This chapter explains how EuroSmart can be used to analyze the impact of the euro on an application as the first part of the remediation process.

6.1 Process for Using EuroSmart

The conversion process has three phases: preparation, analysis and fixing. You use EuroSmart for the first two phases: preparation and analysis. Once you deliver an analyzed application from EuroSmart into the fixing phase, you proceed with your normal development tools.

EuroSmart provides the flexibility to organize your process in many ways. This section describes one general process and highlights the tasks and milestones. Having considered the issues involved, you will be in a good position to devise a strategy tailored to your own particular circumstances.

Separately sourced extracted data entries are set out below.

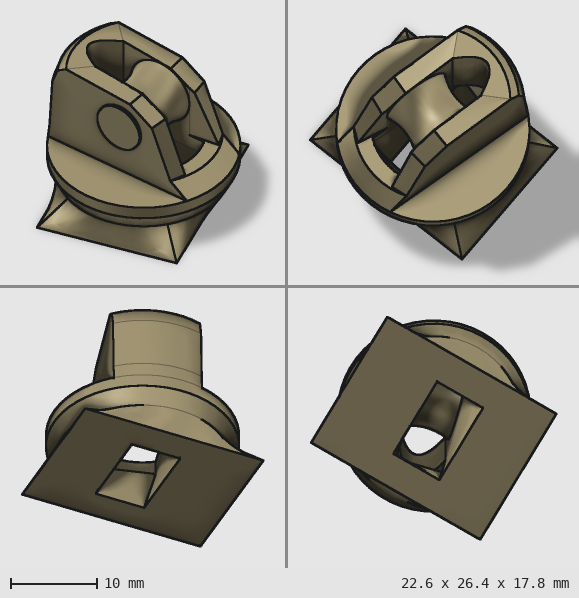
import cadquery as cq
import math

flange_bottom = 2.65
rim_bottom = 4.73
rim_top = 6.35
ledge_top = 8.22
total_height = 17.8

foot_length = 22.8
foot_width = 17.45
foot_angle = 14.4
foot_shift = -0.13
flange_radius = 10.22
rim_radius = 11.23

post_half_width = 5.2
ledge_radius = 9.2
shoulder_height = 14.93
crown_height = 17.01
back_radii = [(11.05, ledge_top), (10.7, shoulder_height), (10.05, crown_height), (9.0, total_height)]

slot_half_width = 2.77
slot_tip = -7.8
slot_nose_length = 2.9
slot_nose_slope = 0.5
slot_end_radius = 7.19
slot_flare_half_width = 3.35
slot_end_x = math.sqrt(slot_end_radius**2 - slot_half_width**2)
flare_end_x = math.sqrt(ledge_radius**2 - slot_flare_half_width**2)

opening_half_width = 5.0
opening_front = -2.48
opening_back = 3.7
opening_upper_left = -6.35

roller_x = 0.37
roller_z = 12.95
roller_waist_radius = 3.57
roller_end_radius = 4.17
pin_radius = 3.0
pin_projection = 0.32


def turned_point(u, v):
    """Move a point from the foot's own axes to the part axes."""
    angle = math.radians(foot_angle)
    x = foot_shift + u * math.cos(angle) - v * math.sin(angle)
    return (x, u * math.sin(angle) + v * math.cos(angle))


def make_foot():
    """Ruled blend whose corner edges run radially up to the flange circle."""
    half_u = foot_width / 2
    half_v = foot_length / 2
    corner_signs = [(-1, -1), (1, -1), (1, 1), (-1, 1)]
    corners = [turned_point(i * half_u, j * half_v) for i, j in corner_signs]
    angles = [math.atan2(y, x) for x, y in corners]

    def flange_point(angle):
        return cq.Vector(flange_radius * math.cos(angle), flange_radius * math.sin(angle), flange_bottom)

    sides = []
    bottom_edges = []
    top_edges = []
    for i in range(len(corners)):
        j = (i + 1) % len(corners)
        sweep = (angles[j] - angles[i]) % (2 * math.pi)
        bottom = cq.Edge.makeLine(cq.Vector(*corners[i], 0), cq.Vector(*corners[j], 0))
        top = cq.Edge.makeThreePointArc(
            flange_point(angles[i]), flange_point(angles[i] + sweep / 2), flange_point(angles[j])
        )
        bottom_edges.append(bottom)
        top_edges.append(top)
        sides.append(cq.Face.makeRuledSurface(bottom, top))
    caps = [cq.Face.makeFromWires(cq.Wire.assembleEdges(edges)) for edges in (bottom_edges, top_edges)]
    solid = cq.Solid.makeSolid(cq.Shell.makeShell(sides + caps))
    return cq.Workplane(obj=solid.fix())


def make_flange():
    profile = [
        (0, flange_bottom),
        (flange_radius, flange_bottom),
        (rim_radius, rim_bottom),
        (rim_radius, rim_top),
        (0, rim_top),
    ]
    return cq.Workplane("XZ").polyline(profile).close().revolve(360, (0, 0), (0, 1))


def roof_cutter(side):
    """Space above one cheek, whose sloping roof rises slightly toward the slot."""
    outer_ledge_x = math.sqrt(ledge_radius**2 - post_half_width**2)
    outer_xs = (-7.42, 1.8, 4.95, outer_ledge_x)
    inner_xs = (-4.95, 1.88, 5.23, flare_end_x)
    heights = (total_height, crown_height, shoulder_height, ledge_top)

    def section(xs, y):
        points = [(x, y, z) for x, z in zip(xs, heights)]
        points += [(rim_radius, y, ledge_top), (rim_radius, y, total_height)]
        return cq.Wire.makePolygon([cq.Vector(*p) for p in points], close=True)

    outer = section(outer_xs, side * post_half_width)
    inner = section(inner_xs, side * slot_half_width)
    return cq.Workplane(obj=cq.Solid.makeLoft([outer, inner], True))


def make_post():
    """Round tapered back half and ledged front half, trimmed to a flat-sided slab."""
    back_profile = [(0, rim_top), (rim_radius, rim_top)] + back_radii + [(0, total_height)]
    front_profile = [
        (0, rim_top),
        (rim_radius, rim_top),
        (ledge_radius, ledge_top),
        (ledge_radius, total_height),
        (0, total_height),
    ]
    size = 2 * rim_radius
    front_half = cq.Workplane("XY").box(rim_radius, size, size, (False, True, False))
    back_half = front_half.translate((-rim_radius, 0, 0))
    back = cq.Workplane("XZ").polyline(back_profile).close().revolve(360, (0, 0), (0, 1))
    front = cq.Workplane("XZ").polyline(front_profile).close().revolve(360, (0, 0), (0, 1))
    slab = cq.Workplane("XY").box(size, 2 * post_half_width, size, (True, True, False))
    post = back.intersect(back_half).union(front.intersect(front_half)).intersect(slab)
    for side in (-1, 1):
        post = post.cut(roof_cutter(side))
    return post


def make_slot():
    """Slot with a pointed nose, open above the ledge at the front."""
    nose_end = slot_tip + slot_nose_length
    nose_points = [(slot_tip, 0), (nose_end, -slot_half_width)]
    nose_tangents = [(-1, -slot_nose_slope), (0, -1), (1, -slot_nose_slope)]
    slot = (
        cq.Workplane("XY", origin=(0, 0, rim_top))
        .moveTo(slot_end_x, -slot_half_width)
        .threePointArc((slot_end_radius, 0), (slot_end_x, slot_half_width))
        .lineTo(nose_end, slot_half_width)
        .spline(nose_points, tangents=nose_tangents, includeCurrent=True)
        .close()
        .extrude(total_height - rim_top)
    )
    flare_start = roller_x + roller_end_radius
    flare_outline = [
        (flare_start, -slot_half_width),
        (flare_end_x, -slot_flare_half_width),
        (rim_radius, -slot_flare_half_width),
        (rim_radius, slot_flare_half_width),
        (flare_end_x, slot_flare_half_width),
        (flare_start, slot_half_width),
    ]
    flare = cq.Workplane("XY", origin=(0, 0, ledge_top)).polyline(flare_outline).close()
    return slot.union(flare.extrude(total_height - ledge_top))


def make_opening():
    """Passage twisting from the straight slot to a turned rectangle underneath."""
    upper = [
        (opening_upper_left, -slot_half_width),
        (slot_end_x, -slot_half_width),
        (slot_end_x, slot_half_width),
        (opening_upper_left, slot_half_width),
    ]
    lower = [
        turned_point(-opening_half_width, opening_front),
        turned_point(opening_half_width, opening_front),
        turned_point(opening_half_width, opening_back),
        turned_point(-opening_half_width, opening_back),
    ]
    wires = [
        cq.Wire.makePolygon([cq.Vector(x, y, z) for x, y in outline], close=True)
        for outline, z in ((lower, 0), (upper, rim_top))
    ]
    return cq.Workplane(obj=cq.Solid.makeLoft(wires, True))


def make_roller():
    """Waisted roller spanning the slot, with its ends set into the cheeks."""
    roller = (
        cq.Workplane("XY")
        .moveTo(0, -slot_half_width)
        .lineTo(roller_end_radius, -slot_half_width)
        .threePointArc((roller_waist_radius, 0), (roller_end_radius, slot_half_width))
        .lineTo(0, slot_half_width)
        .close()
        .revolve(360, (0, 0), (0, 1))
        .translate((roller_x, 0, roller_z))
    )
    pin = (
        cq.Workplane("XZ", origin=(roller_x, 0, roller_z))
        .circle(pin_radius)
        .extrude(post_half_width + pin_projection)
    )
    return roller.union(pin)


body = make_foot().union(make_flange()).union(make_post())
body = body.cut(make_slot()).cut(make_opening())
result = body.union(make_roller())

Figure 6-1 shows the general EuroSmart process.

Figure 6-1: EuroSmart Process

If you are working in a group and sharing the work, an administrator is responsible for the preparation phase. Both the administrator and the users are involved in the analysis phase.

If you are working independently, you don't need to create or use a group worksheet and so the process is simpler. However, you will have to do all the preparation and analysis yourself, working directly in your own worksheet.

6.2 Preparation Phase

This phase covers setting up the project database, initialising tool settings and establishing worksheets.

6.2.1 Rough-cut Analysis

As part of the preparation phase, you may decide to undertake a preliminary assessment of your application. This involves setting up, effectively, a full project containing all the sources in the application and running some initial analysis after limiting the scope of the analysis tools. The process is explained more fully in the chapter Analyzing Applications and Preparing for Conversion, but the important thing is not to confuse this with setting up the main project, as described below.

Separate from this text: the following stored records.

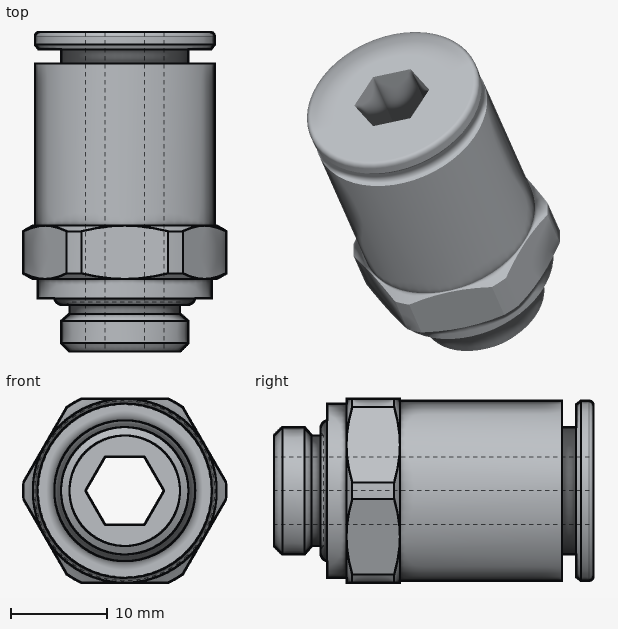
import cadquery as cq
import math


thread_end = 3.15
undercut_start = 3.9
seal_front = 4.8
flange_front = 5.5
nut_front = 7.5
nut_back = 13.0
sleeve_back = 29.75
ring_front = 31.2
overall_length = 33.0

thread_diameter = 13.15
undercut_diameter = 11.45
seal_diameter = 14.6
seal_section_diameter = 1.8
flange_diameter = 18.0
sleeve_diameter = 18.6
ring_diameter = 18.6
ring_neck_diameter = 13.15

nut_across_flats = 19.0
nut_corner_diameter = 21.0
nut_chamfer_angle = 30.0
socket_across_flats = 7.0

thread_chamfer = 0.87
ring_fillet = 0.5
ring_chamfer_axial = 0.5
ring_chamfer_radial = 0.4


def cylinder(diameter, start, end):
    """Cylinder on the Y axis between two axial positions."""
    return cq.Workplane("XZ", origin=(0, start, 0)).circle(diameter / 2).extrude(start - end)


def hexagon(across_flats, start, end):
    """Hexagonal prism on the Y axis between two axial positions."""
    across_corners = across_flats / math.cos(math.pi / 6)
    return cq.Workplane("XZ", origin=(0, start, 0)).polygon(6, across_corners).extrude(start - end)


def revolve_about_y(profile):
    """Full turn of a closed XY profile about the Y axis."""
    return profile.revolve(360, (0, 0, 0), (0, 1, 0))


def make_threaded_end():
    """Plain thread cylinder with a chamfered tip and a conical run into the undercut."""
    thread_radius = thread_diameter / 2
    undercut_radius = undercut_diameter / 2
    profile = (
        cq.Workplane("XY")
        .lineTo(thread_radius - thread_chamfer, 0)
        .lineTo(thread_radius, thread_chamfer)
        .lineTo(thread_radius, thread_end)
        .lineTo(undercut_radius, undercut_start)
        .lineTo(undercut_radius, nut_front)
        .lineTo(0, nut_front)
        .close()
    )
    return revolve_about_y(profile)


def make_seal():
    """O-ring pressed into the undercut, standing out in front of the flange."""
    section_radius = seal_section_diameter / 2
    center_radius = (seal_diameter - seal_section_diameter) / 2
    profile = cq.Workplane("XY").center(center_radius, seal_front + section_radius).circle(section_radius)
    return profile.revolve(360, (-center_radius, 0, 0), (-center_radius, 1, 0))


def make_nut():
    """Hexagon with its corners turned down and both ends chamfered by a cone."""
    face_radius = nut_across_flats / 2
    corner_radius = nut_corner_diameter / 2
    chamfer_length = (corner_radius - face_radius) * math.tan(math.radians(nut_chamfer_angle))
    profile = (
        cq.Workplane("XY")
        .moveTo(0, nut_front)
        .lineTo(face_radius, nut_front)
        .lineTo(corner_radius, nut_front + chamfer_length)
        .lineTo(corner_radius, nut_back - chamfer_length)
        .lineTo(face_radius, nut_back)
        .lineTo(0, nut_back)
        .close()
    )
    return hexagon(nut_across_flats, nut_front, nut_back).intersect(revolve_about_y(profile))


def make_release_ring():
    """Release ring with a chamfered front edge and a rounded back edge."""
    ring_radius = ring_diameter / 2
    profile = (
        cq.Workplane("XY")
        .moveTo(0, ring_front)
        .lineTo(ring_radius - ring_chamfer_radial, ring_front)
        .lineTo(ring_radius, ring_front + ring_chamfer_axial)
        .lineTo(ring_radius, overall_length - ring_fillet)
        .radiusArc((ring_radius - ring_fillet, overall_length), -ring_fillet)
        .lineTo(0, overall_length)
        .close()
    )
    return revolve_about_y(profile)


flange = cylinder(flange_diameter, flange_front, nut_front)
sleeve = cylinder(sleeve_diameter, nut_back, sleeve_back)
ring_neck = cylinder(ring_neck_diameter, sleeve_back, ring_front)

body = make_threaded_end()
for section in (make_seal(), flange, make_nut(), sleeve, ring_neck, make_release_ring()):
    body = body.union(section)

result = body.cut(hexagon(socket_across_flats, 0, overall_length))

The benefit of preliminary analysis is that it doesn't take so long as a detailed analysis. However, you can get a flavour of how difficult the project might be, establish analysis tool settings and make rough estimates of timescales and modification effort. You can also use this knowledge to devise your own category system, if required. Armed with the insight of the preliminary analysis, you can then proceed.

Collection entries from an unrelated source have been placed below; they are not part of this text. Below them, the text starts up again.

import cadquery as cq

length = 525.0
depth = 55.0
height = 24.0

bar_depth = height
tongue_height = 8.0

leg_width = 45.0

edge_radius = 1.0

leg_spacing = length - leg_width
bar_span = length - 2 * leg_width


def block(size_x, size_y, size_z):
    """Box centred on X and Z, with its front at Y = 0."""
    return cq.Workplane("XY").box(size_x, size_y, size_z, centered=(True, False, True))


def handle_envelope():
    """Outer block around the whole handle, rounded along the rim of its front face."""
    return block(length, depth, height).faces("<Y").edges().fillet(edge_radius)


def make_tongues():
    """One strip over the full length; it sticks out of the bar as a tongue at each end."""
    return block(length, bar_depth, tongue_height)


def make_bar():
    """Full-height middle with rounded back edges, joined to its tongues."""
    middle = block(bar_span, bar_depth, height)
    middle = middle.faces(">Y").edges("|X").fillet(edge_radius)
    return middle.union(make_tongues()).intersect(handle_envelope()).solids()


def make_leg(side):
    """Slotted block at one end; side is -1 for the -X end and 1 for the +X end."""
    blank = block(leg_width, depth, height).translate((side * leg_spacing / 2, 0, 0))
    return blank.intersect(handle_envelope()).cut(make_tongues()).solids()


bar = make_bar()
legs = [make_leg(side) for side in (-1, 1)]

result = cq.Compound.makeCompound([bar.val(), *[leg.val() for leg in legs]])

6.2.2 Preparing for the Analysis

This section details the steps you take before undertaking the detailed analysis.

Note: In the steps below, activities that are necessary only for group working are prefixed by an asterisk (*).

To set up the project, you:

  1. Create a project and load the source files into the database. Any missing files are identified, which helps you to produce a full inventory of files in the application.

    * You then make the project shareable, and put it somewhere accessible to the users.

  2. Check the default settings that you will use for locating monetary points of interest. You can customize them using the Configuration Wizard. For example, if you actually use certain literals that are not in the default settings, you can add them to the list of literals settings.

    * Make the settings accessible to the users.

  3. Create a customized tool so that a complicated process for finding a set of points of interest is simplified and can be used consistently.

    * Make the customized tool accessible to the users.

  4. Find the initial sets of points of interest in the application, using the analysis tools. These are the data items, statements and data files that potentially relate to currencies.

  5. Open the project worksheet.

  6. Set up categories to be assigned to worksheet entries.

  7. Populate the worksheet by adding the initial monetary points of interest to it.

  8. * Allocate the analysis work by assigning owners to the data items in the group worksheet, and copying the owned entries into the corresponding owner's worksheet.

    * You can use any method of splitting up the work. You could divide on the basis of source file or you could allocate, say, all BMS items to one user and all computation statements to another.

    * However, note that the data items in working storage copyfiles are likely to be shared by more than one program, and so, to avoid conflicts, each of these common data items needs one owner.

6.3 Analysis Phase

6.3.1 The Analysis Approach

There are distinct tasks in the analysis required for your application, such as finding all numeric constants that represent currency values. Although this seems to infer that you can complete one task completely before beginning the next, in practice this is not the case. You can probably identify most potential points of interest fairly quickly, but the hard work lies in analysing points of interest that seem useful but turn out not to be, and those that look unlikely but are eventually proved otherwise. See the chapter Finding Points of Interest for more about this.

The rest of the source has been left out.